Unknown attackers have compromised a package in the Python PyPI registry, injecting a malicious binary into it, the maintainers of the open source machine learning framework PyTorch are warning.
The compromised package is torchtriton, which is part of the Triton language and compiler which is used for writing custom deep-learning primitives.
PyTorch maintainers said the compromised dependency affected the nightly release of their code, but not the stable packages.
The compromised torchtriton dependency would gather system information such as nameservers, the logged in username, working directory and operating system environment variables.
It would also read system and files in the user's home directory, and upload the information to an attacker-controlled server via encrypted domain name system (DNS) queries.

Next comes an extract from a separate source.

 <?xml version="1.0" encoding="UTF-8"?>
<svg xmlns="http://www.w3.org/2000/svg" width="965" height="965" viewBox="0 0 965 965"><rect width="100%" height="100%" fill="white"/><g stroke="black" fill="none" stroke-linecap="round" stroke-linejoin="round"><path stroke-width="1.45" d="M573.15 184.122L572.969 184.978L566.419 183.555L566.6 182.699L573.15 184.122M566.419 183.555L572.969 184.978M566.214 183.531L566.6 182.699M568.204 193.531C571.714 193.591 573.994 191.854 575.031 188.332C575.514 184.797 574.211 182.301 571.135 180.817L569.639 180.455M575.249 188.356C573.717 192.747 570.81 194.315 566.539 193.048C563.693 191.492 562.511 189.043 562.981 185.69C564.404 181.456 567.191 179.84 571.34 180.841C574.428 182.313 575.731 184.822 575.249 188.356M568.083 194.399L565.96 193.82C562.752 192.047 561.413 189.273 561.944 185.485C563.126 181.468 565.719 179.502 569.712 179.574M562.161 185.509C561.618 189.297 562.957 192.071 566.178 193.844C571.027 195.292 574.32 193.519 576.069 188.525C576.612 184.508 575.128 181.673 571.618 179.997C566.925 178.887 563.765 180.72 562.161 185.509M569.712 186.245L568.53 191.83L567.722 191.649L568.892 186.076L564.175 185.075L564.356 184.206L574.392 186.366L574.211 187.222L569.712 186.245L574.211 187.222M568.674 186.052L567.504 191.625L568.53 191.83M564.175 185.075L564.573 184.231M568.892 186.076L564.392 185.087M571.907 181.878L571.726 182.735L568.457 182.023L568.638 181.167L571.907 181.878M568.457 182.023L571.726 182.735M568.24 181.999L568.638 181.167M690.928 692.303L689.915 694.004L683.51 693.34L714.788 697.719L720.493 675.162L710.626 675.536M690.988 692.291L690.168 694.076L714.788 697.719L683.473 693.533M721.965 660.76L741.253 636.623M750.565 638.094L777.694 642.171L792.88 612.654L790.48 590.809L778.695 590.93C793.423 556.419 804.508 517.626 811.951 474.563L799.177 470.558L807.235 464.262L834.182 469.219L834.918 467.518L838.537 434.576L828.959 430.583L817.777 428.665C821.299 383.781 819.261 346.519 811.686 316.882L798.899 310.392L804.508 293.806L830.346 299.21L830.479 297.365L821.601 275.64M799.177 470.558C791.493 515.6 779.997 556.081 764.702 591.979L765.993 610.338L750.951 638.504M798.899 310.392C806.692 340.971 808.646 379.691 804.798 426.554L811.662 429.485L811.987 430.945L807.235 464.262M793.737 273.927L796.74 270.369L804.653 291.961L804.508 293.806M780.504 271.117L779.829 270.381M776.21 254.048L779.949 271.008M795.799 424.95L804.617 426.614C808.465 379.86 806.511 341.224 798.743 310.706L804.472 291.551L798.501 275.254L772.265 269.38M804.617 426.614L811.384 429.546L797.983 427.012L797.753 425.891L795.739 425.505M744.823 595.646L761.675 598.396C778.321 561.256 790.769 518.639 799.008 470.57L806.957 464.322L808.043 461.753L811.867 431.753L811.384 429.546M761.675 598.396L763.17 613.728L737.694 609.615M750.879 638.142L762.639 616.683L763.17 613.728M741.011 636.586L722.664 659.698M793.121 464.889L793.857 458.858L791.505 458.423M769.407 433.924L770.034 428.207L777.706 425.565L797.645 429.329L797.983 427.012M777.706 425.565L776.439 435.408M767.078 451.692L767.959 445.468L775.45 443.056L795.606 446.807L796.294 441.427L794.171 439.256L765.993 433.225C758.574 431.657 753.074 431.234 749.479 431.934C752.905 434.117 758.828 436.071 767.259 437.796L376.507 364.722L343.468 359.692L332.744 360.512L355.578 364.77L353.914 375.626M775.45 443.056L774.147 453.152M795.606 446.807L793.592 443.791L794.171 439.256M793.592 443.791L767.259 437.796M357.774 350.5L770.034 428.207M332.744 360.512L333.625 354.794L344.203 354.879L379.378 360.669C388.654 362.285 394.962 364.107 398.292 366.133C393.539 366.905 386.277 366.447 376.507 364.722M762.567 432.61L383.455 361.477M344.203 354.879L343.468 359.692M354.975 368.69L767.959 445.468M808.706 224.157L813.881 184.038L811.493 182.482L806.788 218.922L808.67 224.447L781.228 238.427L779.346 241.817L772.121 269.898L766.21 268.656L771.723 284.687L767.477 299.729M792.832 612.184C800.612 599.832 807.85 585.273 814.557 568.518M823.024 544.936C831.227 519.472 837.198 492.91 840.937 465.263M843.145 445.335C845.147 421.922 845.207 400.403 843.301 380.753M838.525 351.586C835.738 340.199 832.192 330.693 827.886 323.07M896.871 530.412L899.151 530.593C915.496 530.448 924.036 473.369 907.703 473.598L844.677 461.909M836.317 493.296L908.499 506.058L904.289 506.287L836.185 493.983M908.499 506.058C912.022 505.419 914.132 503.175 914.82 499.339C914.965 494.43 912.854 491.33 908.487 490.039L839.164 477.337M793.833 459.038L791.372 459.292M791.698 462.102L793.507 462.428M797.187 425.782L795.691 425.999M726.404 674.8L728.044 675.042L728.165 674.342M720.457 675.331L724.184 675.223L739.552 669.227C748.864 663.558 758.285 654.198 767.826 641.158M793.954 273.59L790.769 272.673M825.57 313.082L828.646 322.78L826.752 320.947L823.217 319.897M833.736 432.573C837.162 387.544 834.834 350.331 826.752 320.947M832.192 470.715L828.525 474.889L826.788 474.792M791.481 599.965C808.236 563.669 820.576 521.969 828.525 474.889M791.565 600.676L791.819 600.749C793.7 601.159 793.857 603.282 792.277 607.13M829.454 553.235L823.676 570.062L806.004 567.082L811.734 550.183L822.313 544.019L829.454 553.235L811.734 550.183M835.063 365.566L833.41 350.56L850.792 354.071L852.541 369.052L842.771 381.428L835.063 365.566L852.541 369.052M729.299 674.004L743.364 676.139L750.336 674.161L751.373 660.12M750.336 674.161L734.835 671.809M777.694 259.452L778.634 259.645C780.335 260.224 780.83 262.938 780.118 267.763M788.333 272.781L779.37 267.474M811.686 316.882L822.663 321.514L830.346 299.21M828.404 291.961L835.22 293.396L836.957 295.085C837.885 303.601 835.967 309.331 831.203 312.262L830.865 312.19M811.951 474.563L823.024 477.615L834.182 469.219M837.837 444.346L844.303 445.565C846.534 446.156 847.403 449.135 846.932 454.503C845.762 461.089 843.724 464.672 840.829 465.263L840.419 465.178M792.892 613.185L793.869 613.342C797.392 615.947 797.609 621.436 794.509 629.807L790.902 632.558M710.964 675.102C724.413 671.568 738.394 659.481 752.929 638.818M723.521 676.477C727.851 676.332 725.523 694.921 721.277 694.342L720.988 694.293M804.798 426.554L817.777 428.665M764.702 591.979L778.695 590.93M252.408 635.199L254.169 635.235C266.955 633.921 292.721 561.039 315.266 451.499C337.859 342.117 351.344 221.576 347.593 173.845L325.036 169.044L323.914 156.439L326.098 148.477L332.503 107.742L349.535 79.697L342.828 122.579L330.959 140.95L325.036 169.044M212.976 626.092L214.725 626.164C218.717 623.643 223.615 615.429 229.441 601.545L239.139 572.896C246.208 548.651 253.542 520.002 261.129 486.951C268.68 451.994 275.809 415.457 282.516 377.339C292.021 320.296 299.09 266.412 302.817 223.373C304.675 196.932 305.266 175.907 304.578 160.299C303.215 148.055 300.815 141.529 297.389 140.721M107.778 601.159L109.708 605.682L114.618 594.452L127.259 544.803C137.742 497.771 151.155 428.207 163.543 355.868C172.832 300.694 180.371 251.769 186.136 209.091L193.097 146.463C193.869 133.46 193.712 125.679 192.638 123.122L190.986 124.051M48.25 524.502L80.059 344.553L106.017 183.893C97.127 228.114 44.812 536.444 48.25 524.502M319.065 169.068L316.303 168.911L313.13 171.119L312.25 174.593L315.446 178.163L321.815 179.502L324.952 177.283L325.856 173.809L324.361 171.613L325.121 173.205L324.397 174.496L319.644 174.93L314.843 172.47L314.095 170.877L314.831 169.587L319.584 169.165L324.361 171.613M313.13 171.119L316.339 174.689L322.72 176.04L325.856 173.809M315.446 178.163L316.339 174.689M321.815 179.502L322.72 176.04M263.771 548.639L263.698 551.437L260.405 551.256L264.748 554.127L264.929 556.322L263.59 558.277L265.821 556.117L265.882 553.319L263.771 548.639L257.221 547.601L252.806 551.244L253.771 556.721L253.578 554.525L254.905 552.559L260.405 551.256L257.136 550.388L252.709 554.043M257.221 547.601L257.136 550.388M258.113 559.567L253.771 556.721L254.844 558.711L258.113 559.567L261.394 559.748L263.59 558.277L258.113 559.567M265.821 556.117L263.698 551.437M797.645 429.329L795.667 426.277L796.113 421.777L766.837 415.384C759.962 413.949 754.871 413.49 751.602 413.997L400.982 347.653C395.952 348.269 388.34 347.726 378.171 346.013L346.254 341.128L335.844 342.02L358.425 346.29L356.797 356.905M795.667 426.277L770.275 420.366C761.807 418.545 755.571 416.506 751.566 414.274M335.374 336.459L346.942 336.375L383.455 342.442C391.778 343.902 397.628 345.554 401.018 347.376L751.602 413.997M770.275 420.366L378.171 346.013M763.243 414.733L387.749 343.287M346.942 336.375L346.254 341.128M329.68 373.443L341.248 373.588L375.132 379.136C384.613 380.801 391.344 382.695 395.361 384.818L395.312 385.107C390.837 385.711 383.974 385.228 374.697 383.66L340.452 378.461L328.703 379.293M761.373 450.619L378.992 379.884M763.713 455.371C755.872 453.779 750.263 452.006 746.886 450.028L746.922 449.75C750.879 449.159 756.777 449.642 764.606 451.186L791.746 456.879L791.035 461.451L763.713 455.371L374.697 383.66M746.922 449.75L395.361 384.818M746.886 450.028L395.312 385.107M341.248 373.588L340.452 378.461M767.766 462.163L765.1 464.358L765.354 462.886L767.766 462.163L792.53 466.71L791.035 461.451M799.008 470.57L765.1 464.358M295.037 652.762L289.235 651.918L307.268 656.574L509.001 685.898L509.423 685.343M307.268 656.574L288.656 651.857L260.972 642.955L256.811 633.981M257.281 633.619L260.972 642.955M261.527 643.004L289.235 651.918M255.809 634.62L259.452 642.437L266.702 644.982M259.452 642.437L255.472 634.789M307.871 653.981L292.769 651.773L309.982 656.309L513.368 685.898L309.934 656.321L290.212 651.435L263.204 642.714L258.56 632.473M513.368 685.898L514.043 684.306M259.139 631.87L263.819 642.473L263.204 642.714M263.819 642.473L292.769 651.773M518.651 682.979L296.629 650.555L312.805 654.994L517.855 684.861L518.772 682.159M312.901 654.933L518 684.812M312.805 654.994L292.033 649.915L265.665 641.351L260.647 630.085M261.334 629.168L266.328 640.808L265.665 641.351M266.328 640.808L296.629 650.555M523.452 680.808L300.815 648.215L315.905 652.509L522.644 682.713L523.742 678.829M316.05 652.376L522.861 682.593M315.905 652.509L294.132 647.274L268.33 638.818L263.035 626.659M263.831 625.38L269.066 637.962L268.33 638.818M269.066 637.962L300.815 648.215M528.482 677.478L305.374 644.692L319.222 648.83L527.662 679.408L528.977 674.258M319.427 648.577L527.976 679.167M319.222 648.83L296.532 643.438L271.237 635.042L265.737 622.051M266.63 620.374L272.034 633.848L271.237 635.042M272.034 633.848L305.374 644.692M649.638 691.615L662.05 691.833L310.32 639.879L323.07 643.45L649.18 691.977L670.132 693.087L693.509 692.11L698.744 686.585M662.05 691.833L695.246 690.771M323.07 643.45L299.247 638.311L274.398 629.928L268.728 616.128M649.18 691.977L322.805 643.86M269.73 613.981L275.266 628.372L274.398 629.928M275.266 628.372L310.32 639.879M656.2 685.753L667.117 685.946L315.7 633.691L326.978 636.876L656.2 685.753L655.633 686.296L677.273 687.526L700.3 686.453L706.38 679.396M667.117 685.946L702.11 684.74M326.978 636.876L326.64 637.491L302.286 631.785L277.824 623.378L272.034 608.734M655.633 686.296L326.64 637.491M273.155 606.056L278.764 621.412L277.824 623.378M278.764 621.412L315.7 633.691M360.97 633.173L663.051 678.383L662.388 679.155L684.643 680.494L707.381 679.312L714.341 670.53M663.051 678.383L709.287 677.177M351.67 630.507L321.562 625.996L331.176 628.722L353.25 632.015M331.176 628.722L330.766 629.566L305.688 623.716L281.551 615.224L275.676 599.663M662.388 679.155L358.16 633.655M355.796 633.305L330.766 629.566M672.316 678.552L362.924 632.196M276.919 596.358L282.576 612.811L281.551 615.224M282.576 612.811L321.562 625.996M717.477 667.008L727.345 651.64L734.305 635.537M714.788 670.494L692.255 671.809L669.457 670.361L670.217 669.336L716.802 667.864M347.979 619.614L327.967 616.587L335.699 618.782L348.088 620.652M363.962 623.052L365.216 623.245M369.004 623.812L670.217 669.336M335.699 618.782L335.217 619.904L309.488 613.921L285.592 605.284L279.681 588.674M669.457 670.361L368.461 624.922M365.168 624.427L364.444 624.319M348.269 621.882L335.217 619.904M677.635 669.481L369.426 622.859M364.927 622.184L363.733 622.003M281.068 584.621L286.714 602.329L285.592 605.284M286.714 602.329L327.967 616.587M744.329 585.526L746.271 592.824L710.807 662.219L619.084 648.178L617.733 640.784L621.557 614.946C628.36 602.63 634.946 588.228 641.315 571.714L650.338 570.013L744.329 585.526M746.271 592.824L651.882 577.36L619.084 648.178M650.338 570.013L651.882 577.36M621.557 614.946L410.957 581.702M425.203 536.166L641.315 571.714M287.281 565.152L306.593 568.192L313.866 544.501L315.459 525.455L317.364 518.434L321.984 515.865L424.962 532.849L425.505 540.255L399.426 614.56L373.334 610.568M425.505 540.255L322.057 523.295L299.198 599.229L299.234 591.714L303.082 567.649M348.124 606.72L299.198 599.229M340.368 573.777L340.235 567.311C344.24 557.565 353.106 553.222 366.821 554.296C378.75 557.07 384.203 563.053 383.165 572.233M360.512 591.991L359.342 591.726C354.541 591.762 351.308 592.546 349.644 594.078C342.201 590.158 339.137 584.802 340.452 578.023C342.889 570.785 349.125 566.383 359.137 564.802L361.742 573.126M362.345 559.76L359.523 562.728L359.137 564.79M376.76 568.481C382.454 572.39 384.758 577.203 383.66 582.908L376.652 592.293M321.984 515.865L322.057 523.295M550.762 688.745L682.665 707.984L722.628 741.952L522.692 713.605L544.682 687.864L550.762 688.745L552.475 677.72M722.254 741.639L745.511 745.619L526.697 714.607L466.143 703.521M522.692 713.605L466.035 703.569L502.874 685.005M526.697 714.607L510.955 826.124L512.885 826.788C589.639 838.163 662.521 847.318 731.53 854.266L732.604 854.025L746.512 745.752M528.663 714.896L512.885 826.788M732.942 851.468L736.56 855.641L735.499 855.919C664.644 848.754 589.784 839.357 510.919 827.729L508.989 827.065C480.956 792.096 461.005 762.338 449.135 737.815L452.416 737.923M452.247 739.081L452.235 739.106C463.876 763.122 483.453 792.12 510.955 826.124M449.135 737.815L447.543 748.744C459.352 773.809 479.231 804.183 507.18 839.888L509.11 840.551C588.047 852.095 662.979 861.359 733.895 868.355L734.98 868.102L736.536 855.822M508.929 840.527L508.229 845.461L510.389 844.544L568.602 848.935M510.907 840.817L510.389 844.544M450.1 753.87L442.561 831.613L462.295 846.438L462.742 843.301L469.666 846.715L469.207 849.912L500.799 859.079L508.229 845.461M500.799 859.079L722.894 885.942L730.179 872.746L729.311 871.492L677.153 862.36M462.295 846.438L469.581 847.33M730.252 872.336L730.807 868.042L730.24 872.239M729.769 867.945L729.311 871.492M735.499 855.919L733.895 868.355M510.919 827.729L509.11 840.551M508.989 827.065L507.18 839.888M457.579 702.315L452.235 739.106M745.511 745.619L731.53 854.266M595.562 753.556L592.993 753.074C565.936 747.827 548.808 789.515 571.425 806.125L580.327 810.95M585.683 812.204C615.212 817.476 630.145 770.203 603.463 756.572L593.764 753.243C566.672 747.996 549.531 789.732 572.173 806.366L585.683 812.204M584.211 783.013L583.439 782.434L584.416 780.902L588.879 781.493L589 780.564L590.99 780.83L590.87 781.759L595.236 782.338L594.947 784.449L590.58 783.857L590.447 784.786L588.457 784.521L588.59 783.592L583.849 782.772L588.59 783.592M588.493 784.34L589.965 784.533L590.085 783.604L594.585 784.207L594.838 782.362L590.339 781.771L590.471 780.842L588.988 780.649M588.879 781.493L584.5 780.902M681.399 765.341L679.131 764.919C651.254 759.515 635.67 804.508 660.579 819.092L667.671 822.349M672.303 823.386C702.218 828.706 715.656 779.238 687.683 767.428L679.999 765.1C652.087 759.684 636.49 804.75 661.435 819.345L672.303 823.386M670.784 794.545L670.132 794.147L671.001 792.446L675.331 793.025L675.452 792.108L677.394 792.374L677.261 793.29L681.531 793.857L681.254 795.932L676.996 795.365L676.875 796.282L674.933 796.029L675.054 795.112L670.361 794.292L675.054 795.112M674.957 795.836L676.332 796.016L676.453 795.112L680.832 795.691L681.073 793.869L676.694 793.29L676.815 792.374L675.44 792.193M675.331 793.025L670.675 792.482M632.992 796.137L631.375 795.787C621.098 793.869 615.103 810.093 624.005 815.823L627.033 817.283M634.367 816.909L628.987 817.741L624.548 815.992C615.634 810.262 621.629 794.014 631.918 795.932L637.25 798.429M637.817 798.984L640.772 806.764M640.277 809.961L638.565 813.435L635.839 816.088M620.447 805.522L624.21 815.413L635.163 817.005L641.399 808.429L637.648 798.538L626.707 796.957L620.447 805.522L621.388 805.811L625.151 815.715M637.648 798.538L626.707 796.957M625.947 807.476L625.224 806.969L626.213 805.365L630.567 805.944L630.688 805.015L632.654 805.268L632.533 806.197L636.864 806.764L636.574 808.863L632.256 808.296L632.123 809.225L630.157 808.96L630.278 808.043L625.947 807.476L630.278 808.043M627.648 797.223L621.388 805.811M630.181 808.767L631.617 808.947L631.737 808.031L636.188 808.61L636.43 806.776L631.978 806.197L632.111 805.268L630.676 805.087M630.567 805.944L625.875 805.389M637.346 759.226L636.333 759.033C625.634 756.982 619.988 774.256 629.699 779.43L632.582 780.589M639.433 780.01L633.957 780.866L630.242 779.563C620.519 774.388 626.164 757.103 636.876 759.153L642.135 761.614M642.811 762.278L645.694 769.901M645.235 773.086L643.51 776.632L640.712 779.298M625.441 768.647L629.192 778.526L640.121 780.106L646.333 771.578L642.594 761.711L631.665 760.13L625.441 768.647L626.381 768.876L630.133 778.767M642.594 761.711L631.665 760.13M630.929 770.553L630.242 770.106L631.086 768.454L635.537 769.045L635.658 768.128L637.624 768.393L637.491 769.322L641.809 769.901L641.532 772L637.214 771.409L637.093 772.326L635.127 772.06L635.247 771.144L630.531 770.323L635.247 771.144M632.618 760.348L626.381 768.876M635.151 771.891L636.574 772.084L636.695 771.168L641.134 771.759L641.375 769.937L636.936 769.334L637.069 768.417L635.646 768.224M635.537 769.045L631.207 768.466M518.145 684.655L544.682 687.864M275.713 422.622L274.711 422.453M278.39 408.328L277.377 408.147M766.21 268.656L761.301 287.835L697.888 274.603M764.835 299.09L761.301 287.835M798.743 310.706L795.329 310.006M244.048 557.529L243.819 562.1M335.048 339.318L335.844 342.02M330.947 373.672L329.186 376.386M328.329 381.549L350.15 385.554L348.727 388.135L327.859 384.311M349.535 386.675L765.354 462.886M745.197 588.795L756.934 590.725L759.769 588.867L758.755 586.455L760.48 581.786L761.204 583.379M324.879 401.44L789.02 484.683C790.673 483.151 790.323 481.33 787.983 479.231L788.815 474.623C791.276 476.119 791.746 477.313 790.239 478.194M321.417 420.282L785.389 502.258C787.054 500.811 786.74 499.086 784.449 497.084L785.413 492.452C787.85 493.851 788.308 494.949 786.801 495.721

Users who installed PyTorch-nightly between December 26 and December 31 Australian time are advised to uninstall the torch, torchvision, torchaudio and torchtriton packages, and use newer binaries instead.
The torchtriton package has been replaced as a dependency for PyTorch with pytorch-triton, and a dummy binary registered on PyPI to avoid a repeat of the issue.
According to security vendor Snyk, torchtriton package receives just over 2700 downloads a week on average, and is not considered to be a popular dependency.
PyTorch said it has contacted the PyPI the security team to get ownership of torchtriton and to delete the malicious version.
The PyPI registry has suffered several supply-chain attacks over the past few years, with malicious code injection.